Nomogram transforms a complex regression equation into a visual graph and can incorporate different predictive indicators to make the prediction model more readable and convenient for patient evaluation and assist in personalized treatment decision-making. The DL nomogram in our study showed slightly improved performance compared with the best DL model, although the difference was not statistically significant. However, we noted that the specificity of the DL nomogram in predicting LNM obviously increased (to over 90%) after integrating preoperative indicators. This result suggested that the incorporation of MR images and clinical information into the nomogram may be mutually beneficial. In particular, the inclusion of both types of data may help improve the relatively low specificity of the DWI sequence for identifying small metastatic lymph nodes.

Compared with other previous studies [28,29,30,31,32] that have used MR images to detect normal-sized LNM in patients with cervical cancer, our study has four main advantages.

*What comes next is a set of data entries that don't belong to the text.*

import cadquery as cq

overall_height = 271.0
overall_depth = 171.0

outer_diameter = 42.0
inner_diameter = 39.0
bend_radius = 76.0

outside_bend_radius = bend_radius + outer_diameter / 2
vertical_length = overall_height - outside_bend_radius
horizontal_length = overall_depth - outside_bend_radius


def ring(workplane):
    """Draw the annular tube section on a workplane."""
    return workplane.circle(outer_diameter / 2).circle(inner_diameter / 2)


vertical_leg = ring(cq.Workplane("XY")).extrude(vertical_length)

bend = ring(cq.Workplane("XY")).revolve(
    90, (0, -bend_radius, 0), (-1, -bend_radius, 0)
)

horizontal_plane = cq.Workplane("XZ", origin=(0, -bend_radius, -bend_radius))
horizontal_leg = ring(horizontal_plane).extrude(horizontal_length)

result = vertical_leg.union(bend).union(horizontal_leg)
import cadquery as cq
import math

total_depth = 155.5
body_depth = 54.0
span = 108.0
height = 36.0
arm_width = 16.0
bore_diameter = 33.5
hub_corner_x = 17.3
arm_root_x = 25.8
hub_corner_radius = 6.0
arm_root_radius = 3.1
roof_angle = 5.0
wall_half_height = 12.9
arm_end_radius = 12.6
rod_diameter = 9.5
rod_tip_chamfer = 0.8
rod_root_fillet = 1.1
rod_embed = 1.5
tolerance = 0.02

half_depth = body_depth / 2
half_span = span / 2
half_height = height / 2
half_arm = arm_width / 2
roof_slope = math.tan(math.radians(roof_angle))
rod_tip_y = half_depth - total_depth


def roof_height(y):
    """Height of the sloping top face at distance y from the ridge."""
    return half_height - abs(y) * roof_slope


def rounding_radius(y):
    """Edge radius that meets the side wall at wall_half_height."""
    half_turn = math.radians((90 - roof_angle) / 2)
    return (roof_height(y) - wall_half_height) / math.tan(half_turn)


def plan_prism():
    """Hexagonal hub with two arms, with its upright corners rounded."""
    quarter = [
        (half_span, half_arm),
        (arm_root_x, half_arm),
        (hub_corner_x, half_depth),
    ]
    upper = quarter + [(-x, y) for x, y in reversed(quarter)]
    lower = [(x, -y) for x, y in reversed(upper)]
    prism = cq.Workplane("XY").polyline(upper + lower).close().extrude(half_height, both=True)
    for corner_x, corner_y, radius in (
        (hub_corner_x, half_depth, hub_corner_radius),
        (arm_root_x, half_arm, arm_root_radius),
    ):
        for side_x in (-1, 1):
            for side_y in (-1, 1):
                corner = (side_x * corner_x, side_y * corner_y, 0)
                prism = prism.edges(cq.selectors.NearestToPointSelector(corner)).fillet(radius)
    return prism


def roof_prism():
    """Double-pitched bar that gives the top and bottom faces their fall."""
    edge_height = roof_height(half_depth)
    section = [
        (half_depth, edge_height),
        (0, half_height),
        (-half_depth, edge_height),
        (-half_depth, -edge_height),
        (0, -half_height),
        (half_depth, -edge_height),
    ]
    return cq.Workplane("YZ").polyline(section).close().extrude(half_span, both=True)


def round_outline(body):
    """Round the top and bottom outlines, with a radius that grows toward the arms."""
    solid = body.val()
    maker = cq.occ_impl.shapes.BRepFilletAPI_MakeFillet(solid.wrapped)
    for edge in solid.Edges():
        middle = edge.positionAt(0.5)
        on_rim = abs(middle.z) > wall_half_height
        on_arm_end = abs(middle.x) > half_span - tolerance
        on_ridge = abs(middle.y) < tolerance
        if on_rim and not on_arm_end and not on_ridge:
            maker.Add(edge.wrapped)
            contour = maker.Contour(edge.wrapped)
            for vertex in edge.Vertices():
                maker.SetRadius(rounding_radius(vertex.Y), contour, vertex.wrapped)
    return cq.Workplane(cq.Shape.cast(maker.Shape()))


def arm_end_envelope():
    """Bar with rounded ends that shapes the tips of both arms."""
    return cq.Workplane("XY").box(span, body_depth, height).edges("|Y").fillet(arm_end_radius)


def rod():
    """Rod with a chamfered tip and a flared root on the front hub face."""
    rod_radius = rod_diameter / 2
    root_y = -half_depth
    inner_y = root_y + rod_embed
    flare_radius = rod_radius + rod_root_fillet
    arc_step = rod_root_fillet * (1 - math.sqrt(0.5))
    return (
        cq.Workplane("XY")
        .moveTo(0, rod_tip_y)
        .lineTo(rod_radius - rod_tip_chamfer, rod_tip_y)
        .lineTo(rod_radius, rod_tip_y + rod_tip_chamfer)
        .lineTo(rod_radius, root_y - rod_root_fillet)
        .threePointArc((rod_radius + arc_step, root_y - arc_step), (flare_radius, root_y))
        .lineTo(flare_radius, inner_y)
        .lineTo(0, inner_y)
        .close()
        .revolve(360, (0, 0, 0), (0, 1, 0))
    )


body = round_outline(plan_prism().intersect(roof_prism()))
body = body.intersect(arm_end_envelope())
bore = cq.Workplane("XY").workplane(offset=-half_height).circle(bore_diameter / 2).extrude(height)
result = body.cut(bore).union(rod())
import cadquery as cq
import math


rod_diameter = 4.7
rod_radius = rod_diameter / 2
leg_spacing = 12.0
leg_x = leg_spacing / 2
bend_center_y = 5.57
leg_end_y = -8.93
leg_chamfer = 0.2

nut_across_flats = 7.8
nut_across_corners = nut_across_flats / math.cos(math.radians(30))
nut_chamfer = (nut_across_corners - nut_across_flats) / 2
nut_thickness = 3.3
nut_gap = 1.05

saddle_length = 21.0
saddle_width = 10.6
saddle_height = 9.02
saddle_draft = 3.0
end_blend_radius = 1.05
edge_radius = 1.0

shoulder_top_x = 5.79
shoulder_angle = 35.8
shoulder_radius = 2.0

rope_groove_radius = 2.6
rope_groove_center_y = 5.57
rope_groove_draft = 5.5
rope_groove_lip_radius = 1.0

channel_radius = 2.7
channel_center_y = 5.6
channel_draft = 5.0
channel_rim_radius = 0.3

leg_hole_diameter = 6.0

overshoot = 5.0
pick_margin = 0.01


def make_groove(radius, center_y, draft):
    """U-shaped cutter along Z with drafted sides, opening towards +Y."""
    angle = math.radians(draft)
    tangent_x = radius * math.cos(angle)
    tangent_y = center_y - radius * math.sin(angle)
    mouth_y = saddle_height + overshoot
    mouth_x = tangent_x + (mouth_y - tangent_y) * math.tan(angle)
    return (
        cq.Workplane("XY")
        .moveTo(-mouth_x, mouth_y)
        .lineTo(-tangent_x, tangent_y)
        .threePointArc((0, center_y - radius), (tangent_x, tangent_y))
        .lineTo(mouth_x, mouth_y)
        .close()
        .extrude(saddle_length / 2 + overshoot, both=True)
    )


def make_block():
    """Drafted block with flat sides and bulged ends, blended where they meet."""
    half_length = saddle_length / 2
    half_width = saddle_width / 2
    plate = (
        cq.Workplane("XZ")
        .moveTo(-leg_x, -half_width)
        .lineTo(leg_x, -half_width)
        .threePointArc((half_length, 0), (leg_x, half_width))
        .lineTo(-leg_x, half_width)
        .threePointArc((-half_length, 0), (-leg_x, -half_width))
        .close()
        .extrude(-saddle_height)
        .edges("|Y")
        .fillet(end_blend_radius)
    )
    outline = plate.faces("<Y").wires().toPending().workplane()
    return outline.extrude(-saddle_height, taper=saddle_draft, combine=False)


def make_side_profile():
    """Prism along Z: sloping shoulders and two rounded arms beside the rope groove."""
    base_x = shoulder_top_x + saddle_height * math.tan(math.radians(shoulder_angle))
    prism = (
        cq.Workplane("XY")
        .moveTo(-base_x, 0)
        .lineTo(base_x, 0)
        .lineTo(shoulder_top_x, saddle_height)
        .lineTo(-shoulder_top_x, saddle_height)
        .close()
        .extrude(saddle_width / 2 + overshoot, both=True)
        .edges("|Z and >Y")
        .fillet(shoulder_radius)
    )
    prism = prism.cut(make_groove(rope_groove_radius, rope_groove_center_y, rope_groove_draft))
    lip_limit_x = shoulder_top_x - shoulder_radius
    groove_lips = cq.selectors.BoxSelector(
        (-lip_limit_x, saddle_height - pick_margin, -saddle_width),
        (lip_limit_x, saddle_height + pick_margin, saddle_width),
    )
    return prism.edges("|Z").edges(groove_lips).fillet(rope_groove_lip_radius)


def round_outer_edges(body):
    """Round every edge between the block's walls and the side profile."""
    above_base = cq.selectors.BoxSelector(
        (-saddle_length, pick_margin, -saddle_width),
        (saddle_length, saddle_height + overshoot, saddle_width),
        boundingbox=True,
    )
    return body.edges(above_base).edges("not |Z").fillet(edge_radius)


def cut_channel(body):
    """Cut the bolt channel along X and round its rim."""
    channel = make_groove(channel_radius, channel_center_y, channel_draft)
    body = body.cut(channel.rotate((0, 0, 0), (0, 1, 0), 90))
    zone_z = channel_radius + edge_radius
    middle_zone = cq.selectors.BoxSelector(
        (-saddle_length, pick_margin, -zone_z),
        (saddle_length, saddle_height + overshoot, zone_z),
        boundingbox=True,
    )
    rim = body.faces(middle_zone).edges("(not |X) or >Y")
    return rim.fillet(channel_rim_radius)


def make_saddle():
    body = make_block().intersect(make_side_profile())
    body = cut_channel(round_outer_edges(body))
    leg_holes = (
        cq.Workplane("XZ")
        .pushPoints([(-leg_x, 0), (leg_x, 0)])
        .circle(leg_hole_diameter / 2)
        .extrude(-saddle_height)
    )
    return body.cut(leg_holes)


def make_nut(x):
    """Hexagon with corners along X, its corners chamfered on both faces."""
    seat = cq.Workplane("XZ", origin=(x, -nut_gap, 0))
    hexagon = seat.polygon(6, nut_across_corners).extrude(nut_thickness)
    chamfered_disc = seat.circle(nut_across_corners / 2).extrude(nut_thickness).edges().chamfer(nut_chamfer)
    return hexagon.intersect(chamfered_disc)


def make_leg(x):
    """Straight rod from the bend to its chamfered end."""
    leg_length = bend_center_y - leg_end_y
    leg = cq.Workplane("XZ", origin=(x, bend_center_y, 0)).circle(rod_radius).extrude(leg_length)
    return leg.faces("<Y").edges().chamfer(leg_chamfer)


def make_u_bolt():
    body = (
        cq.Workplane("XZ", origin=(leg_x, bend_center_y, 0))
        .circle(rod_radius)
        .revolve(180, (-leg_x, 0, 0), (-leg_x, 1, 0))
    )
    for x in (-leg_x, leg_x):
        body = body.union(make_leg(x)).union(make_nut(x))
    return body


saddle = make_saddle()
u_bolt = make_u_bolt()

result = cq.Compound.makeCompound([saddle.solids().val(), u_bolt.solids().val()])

Firstly, we outlined and extracted image information based on primary tumours rather than lymph nodes [29,30,31]to promote to the clinical simplicity and operability. On the one hand, it is difficult to evaluate every lymph node on cross-sectional images because of the limitations of imaging range and lymph node size [12]. On the other hand, LNM is fundamentally driven by the primary tumour, and image-based DL analysis of primary tumours may reveal characteristics that relate to the risk of LNM [33]. Secondly, this is the first study using RESOLVE-DWI as the input of the DL model. Compared with other conventional sequences [31, 32], DWI can improve tumour delineation in cervical cancer and reduce disagreement between observers to avoid the potential pitfalls of discerning tumours from peritumoral oedema [34]. Thirdly, the predictive factors in our model were objective and easy to obtain preoperatively for every patient. Lymph node appearance, shape, border and signal characteristics have been demonstrated to be related to metastasis [28, 29, 31], but these subjective factors may suffer from personal subjectivity and relatively low detection capability [35]. Fourthly, in our study, we extracted and utilized DL features for model building and visualized the most salient regions on MR images that responded to the relevant prediction. It has been reported that the robustness and reproducibility of MRI-derived radiomics features is still a critical problem and may affect their application in clinics [36]. Compared with radiomics [31], DL is more accessible for clinicians because it jointly performs the processes of data representation and prediction without precise tumour segmentation, which simplifies the analysis procedure [25, 34]. In addition, unlike radiomics features, DL features were computed from both the tumour area and its surrounding tissue, which led to the development of a better model [37]. In our study, we also found that the activation region associated with the prediction consisted of both intratumoral and peritumoral tissues of cervical cancer, which has been proven to be an important area for LNM prediction [24, 25].

There are some limitations in our study. Firstly, it was a single center study with a limited number of cases. Although we used image augmentation and transfer learning to improve the model performance and reduce the risk of overfitting, more data from multiple centers for external validation is needed. Secondly, we only preliminarily evaluated the potential of RESOLVE-DWI. The combination of other sequences or other imaging methods may further improve the discriminative performance of the model. Thirdly, our prediction model is based on patients, which has limitations in predicting LNM at node or region level. More prospective studies for personalized and precise clinical tasks will be worthwhile.

Conclusion

A DL nomogram based on RESOLVE-DWI and related patient information we developed has the potential to predict normal-sized LNM in cervical cancer. This may help clinicians to facilitate preoperative decision-making.